Since September, GPT-4, a powerful language model released by OpenAI, has included a model with the capability to view images called GPT-4V. OpenAI states that these models can “solve new tasks and provide novel experiences for their users” by translating information from images to text, the opposite of models like DALL-E 3.
OpenAI revealed the initial text-only model of GPT-4 in March of this year. A paper by Microsoft titled “Sparks of AGI” predicted that this model exhibited “sparks” of artificial general intelligence, the name for a hypothetical model which could match humans in all intellectual tasks. This paper exhibits GPT-4’s ability to write and create programs, as well as its spatial knowledge, which allows it to draw basic figures. However, this model was not a multimodel. It “drew” the aforementioned figures manually using code, rather than with more sophisticated image generation models that have emerged. An OpenAI article on GPT-4’s capabilities demonstrates its proficiency in the Bar Exam, the SAT, and several AP tests, but states that a version with vision performed slightly better in some tests than a version without vision.
Yet, OpenAI did not release the version of GPT-4 with vision until months after the release of the visio-less version.

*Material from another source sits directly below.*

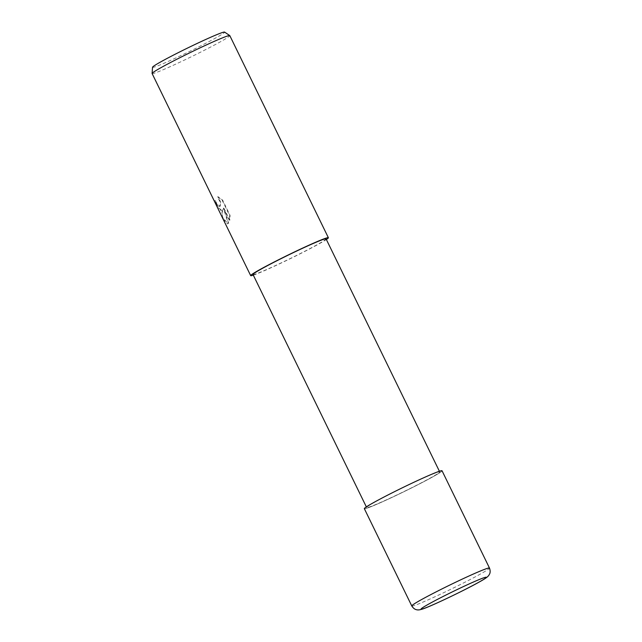 <?xml version="1.0" encoding="UTF-8"?>
<svg xmlns="http://www.w3.org/2000/svg" width="642" height="642" viewBox="0 0 642 642"><rect width="100%" height="100%" fill="white"/><g stroke="black" fill="none" stroke-linecap="round" stroke-linejoin="round"><path stroke-width="0.48" stroke-dasharray="3.21 2.41" d="M366.285 508.4A43.207 2.111 154 0 0 415.302 486.066A43.207 2.111 154 0 0 440.099 471.043A43.207 2.111 154 0 0 391.082 493.377A43.207 2.111 154 0 0 366.285 508.4A43.207 2.111 154 0 0 415.302 486.066A43.207 2.111 154 0 0 440.099 471.043A43.207 2.111 154 0 0 391.082 493.377A43.207 2.111 154 0 0 366.285 508.4M253.004 274.503A40.639 1.982 154 0 0 254.818 274.254A40.639 1.982 154 0 0 295.729 255.853A40.639 1.982 154 0 0 326.056 238.872M368.476 507.292A40.639 1.982 154 0 0 409.387 488.883A40.639 1.982 154 0 0 439.722 471.91A40.639 1.982 154 0 0 437.908 472.151A40.639 1.982 154 0 0 396.997 490.56A40.639 1.982 154 0 0 366.662 507.541A40.639 1.982 154 0 0 368.476 507.292M215.255 200.609L216.755 203.402L220.07 206.355L220.832 203.971L220.487 201.732L217.887 196.621L222.597 200.071L230.061 215.375L229.804 220.286L223.753 207.88L228.616 223.159L228.03 223.641L223.111 218.071C221.996 215.736 221.955 212.807 223.007 209.284L222.084 210.383L218.713 208.08L214.685 200.641A42.773 2.087 154 0 0 215.255 200.609L214.861 200.81A43.223 2.111 -26 0 1 214.292 200.842L221.065 210.704L222.613 209.485L221.955 212.534L222.726 218.328M152.106 73.525A43.223 2.111 154 0 0 154.032 73.268A43.223 2.111 154 0 0 197.551 53.687A43.223 2.111 154 0 0 229.812 35.623M253.317 275.145A43.223 2.111 154 0 0 290.457 258.582A43.223 2.111 154 0 0 326.377 239.514M222.999 218.89L227.501 223.906L228.231 223.36L223.36 208.08L229.411 220.487L229.651 215.584L222.188 200.272L217.494 196.821L220.094 201.933L220.439 204.172L219.676 206.555L219.058 206.588L216.362 203.594L214.861 200.81M152.531 67.249A40.109 1.958 154 0 0 154.329 67.065A40.109 1.958 154 0 0 195.208 48.648A40.109 1.958 154 0 0 224.596 32.1M223.207 218.256L222.798 218.465M230.061 215.375L229.651 215.584M222.597 200.071L222.188 200.272M364.343 508.673A43.223 2.111 154 0 0 366.269 508.408A43.223 2.111 154 0 0 409.781 488.835A43.223 2.111 154 0 0 442.041 470.771M411.779 605.944A43.223 2.111 154 0 0 413.705 605.687A43.223 2.111 154 0 0 457.224 586.106A43.223 2.111 154 0 0 489.485 568.05M439.722 471.91L439.401 471.26M223.48 218.834L223.111 218.071M366.662 507.541L366.349 506.891"/><path stroke-width="0.96" d="M439.401 471.26L326.056 238.872A40.639 1.982 154 0 0 324.25 239.113A40.639 1.982 154 0 0 283.339 257.522A40.639 1.982 154 0 0 253.004 274.503L366.349 506.891M326.377 239.514A43.223 2.111 154 0 0 328.383 237.741L229.812 35.623A43.223 2.111 154 0 0 229.764 35.583A43.223 2.111 154 0 0 227.886 35.888A43.223 2.111 154 0 0 184.904 55.196A43.223 2.111 154 0 0 152.09 73.461A43.223 2.111 154 0 0 152.106 73.525L250.677 275.635A43.223 2.111 154 0 0 252.603 275.378A43.223 2.111 154 0 0 253.317 275.145M328.383 237.741A43.223 2.111 154 0 0 326.457 237.997A43.223 2.111 154 0 0 282.937 257.578A43.223 2.111 154 0 0 250.677 275.635M229.764 35.583L224.596 32.1A40.109 1.958 154 0 0 222.846 32.381A40.109 1.958 154 0 0 182.978 50.301A40.109 1.958 154 0 0 152.531 67.249L152.09 73.461M489.485 568.05L442.041 470.771A43.223 2.111 154 0 0 440.115 471.035A43.223 2.111 154 0 0 396.604 490.616A43.223 2.111 154 0 0 364.343 508.673L411.779 605.944C414.106 609.675 416.698 609.691 416.321 609.659C417.589 610.109 419.362 609.996 421.617 609.314C427.829 607.805 464.022 590.672 479.526 581.853C488.49 576.917 488.594 575.746 489.621 573.916C489.413 574.237 490.994 572.183 489.485 568.05A43.223 2.111 154 0 0 487.559 568.306A43.223 2.111 154 0 0 444.039 587.887A43.223 2.111 154 0 0 411.779 605.944M484.678 577.503A36.313 1.774 154 0 0 443.486 596.282A36.313 1.774 154 0 0 422.645 608.905A36.313 1.774 154 0 0 463.837 590.126A36.313 1.774 154 0 0 484.678 577.503"/></g></svg>

OpenAI was concerned that AI with vision could violate the privacy of humans by identifying faces. Using biometric information without permission is illegal in somer jurisdictions, such as Illinois and the European Union. This boundary on GPT-4’s abilities has limited the ability of one startup called Be My Eyes. The startup collaborated with OpenAI to create Be My AI, a tool that explains visual information about surroundings to blind people. After a beta test, the startup confirmed that Be My AI would be an invaluable tool for the blind, but some users expressed frustration over the app’s inability to describe faces.
In September, OpenAI announcing that they were rolling out the ability for ChatGPT to “see, hear, and speak”. It can now converse with users and analyze images; the positive feedback to Be My Eyes influenced OpenAI’s decision to roll out vision. However, the current model still cannot analyze faces due to OpenAI’s restrictions.
Despite GPT-4V’s strengths, it is not at the level of an AGI. A study by Mitchell et al. showed that the model performed much worse at abstract visual tasks than humans. The models are weak at reasoning outside their fields; this has led some researchers to believe that large language models (LLMs) learn complex patterns in their data sets rather than learning abstract reasoning. It is currently unclear whether LLMs can create “human-like abstractions”, according to the paper.
GPT-4V, along with multimodel models such as Google’s Bard, have clear potential to benefit the world with their visual capabilities, but their technical limitations and the risks they pose to privacy illustrate that human-like intelligence in AI is not yet here.